The woman turned towards the broken biscuits. ‘It looks like she fell forwards, crushing those and possibly knocking these bottles as well.’
It sounded like a horrible way to die, face-down as someone pressed a knee into your back, pulling something tight around your mouth to stop you breathing.
‘What happened then?’ Jessica asked.
Pointing towards the stairs, the woman continued her theory. ‘Somehow, she ended up in the bath upstairs. You’re going to have to leave it with us for a day or two to find out if she was dragged or carried. We haven’t found anything on the stairs yet, but we’re going to rip the whole of this carpet out to test for shoe prints, hairs or blood.’

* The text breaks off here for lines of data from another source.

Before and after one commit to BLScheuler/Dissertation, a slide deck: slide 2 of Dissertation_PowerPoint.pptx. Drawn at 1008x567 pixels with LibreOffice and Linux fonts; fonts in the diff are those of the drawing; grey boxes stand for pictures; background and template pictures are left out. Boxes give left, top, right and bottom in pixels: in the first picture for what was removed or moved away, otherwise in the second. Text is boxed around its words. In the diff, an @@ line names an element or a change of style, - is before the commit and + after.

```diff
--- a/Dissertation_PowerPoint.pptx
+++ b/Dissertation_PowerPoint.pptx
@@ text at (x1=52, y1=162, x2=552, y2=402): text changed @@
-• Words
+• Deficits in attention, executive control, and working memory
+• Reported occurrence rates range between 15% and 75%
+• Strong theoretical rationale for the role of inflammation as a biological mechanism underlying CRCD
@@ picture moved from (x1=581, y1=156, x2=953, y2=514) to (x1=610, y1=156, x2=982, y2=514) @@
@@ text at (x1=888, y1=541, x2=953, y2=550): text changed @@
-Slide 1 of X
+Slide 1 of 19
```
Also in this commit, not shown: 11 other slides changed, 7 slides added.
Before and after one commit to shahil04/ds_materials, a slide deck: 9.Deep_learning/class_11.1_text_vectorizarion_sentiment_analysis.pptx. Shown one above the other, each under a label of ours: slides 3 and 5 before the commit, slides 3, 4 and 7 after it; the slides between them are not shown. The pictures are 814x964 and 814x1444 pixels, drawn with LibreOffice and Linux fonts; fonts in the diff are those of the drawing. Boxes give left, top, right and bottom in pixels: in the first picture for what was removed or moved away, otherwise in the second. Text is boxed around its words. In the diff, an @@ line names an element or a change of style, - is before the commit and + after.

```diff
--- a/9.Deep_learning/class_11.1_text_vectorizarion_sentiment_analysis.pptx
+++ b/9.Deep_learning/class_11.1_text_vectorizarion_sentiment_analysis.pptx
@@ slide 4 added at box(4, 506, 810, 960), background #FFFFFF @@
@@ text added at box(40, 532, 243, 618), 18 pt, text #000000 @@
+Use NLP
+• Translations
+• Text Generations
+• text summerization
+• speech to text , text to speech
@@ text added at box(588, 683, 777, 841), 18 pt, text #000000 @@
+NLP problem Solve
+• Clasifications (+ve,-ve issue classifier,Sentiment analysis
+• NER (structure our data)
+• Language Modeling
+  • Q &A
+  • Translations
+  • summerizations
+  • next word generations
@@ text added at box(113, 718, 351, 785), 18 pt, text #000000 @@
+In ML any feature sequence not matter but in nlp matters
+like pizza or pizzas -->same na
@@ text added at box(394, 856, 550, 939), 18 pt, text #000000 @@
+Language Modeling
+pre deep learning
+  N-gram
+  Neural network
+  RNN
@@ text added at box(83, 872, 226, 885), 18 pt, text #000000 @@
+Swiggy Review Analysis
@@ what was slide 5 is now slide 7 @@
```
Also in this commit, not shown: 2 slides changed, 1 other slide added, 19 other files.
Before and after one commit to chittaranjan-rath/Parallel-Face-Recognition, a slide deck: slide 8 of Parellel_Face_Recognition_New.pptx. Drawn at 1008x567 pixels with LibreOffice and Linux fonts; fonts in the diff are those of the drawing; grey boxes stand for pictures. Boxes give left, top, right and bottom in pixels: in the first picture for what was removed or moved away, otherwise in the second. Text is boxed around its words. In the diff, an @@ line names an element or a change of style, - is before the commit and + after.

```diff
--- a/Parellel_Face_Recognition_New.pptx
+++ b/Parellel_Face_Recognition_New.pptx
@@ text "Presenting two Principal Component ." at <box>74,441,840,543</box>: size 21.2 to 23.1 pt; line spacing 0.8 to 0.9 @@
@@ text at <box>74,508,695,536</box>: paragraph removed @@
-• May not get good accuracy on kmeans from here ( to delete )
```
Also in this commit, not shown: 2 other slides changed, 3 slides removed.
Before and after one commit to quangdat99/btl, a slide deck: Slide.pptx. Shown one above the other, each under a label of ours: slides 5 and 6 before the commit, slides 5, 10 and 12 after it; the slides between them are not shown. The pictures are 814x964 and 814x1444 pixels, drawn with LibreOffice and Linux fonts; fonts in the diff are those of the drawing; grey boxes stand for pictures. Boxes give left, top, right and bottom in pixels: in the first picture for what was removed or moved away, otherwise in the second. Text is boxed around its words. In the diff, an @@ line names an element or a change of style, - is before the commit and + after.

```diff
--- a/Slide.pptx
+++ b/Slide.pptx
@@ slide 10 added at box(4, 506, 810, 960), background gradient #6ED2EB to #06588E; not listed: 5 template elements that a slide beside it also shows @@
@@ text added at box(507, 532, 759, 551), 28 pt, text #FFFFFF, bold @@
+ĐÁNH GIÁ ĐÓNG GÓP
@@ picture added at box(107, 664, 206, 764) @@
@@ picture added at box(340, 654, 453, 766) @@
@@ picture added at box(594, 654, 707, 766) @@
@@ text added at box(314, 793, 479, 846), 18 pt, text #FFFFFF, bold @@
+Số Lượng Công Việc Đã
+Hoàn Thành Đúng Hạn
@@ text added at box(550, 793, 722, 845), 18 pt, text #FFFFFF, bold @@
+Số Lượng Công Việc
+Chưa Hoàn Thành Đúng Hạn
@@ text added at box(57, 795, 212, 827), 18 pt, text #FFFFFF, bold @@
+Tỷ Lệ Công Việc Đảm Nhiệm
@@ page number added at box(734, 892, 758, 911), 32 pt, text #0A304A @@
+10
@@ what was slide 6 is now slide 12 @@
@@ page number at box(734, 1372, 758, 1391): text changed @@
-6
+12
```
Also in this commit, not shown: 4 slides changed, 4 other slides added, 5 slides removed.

‘What else have you found?’
The woman turned and crept back towards the front door, crouching and pointing to a spot on the wall. Jessica looked on from a distance, not wanting to accidentally interfere. ‘It looks like a partial shoe print here,’ she said. ‘It’s probably too small to be a man’s, so may well be the victim’s.’
‘Was there . . . anything else?’ Jessica didn’t want to say the words but the woman took the hint.
‘You’ll have to wait for the autopsy but her clothing wasn’t torn. She could have been re-dressed, of course . . .’
She nodded over Jessica’s shoulder towards the man now standing in the doorway. Cole was wearing a large coat far too big for him and looked as tired as Jessica felt. ‘I forgot how close you lived,’ he said, as Jessica carefully made her way across the hallway.
She thanked the woman for her help and then walked with her supervisor to the end of the driveway. As they talked, she tried to keep a distance, hoping the gum was covering the smell of her breath.
‘Did you go upstairs?’ Cole asked.
‘No, they reckon Kayleigh was killed by her front door and then taken to the bathroom where she was found. They’re trying to keep it all clear.’ Jessica blew into her hands and then pushed them deeply into the pockets of her coat. ‘How did we know?’
For a few moments, Cole did not reply. Jessica thought he hadn’t heard but when she turned to face him, she could see his eyes were fixed on the front door. He sighed and started walking backwards, then turned and headed towards the garden area where she had vomited. Luckily, he walked in the opposite direction and sat on a bench just inside the gate.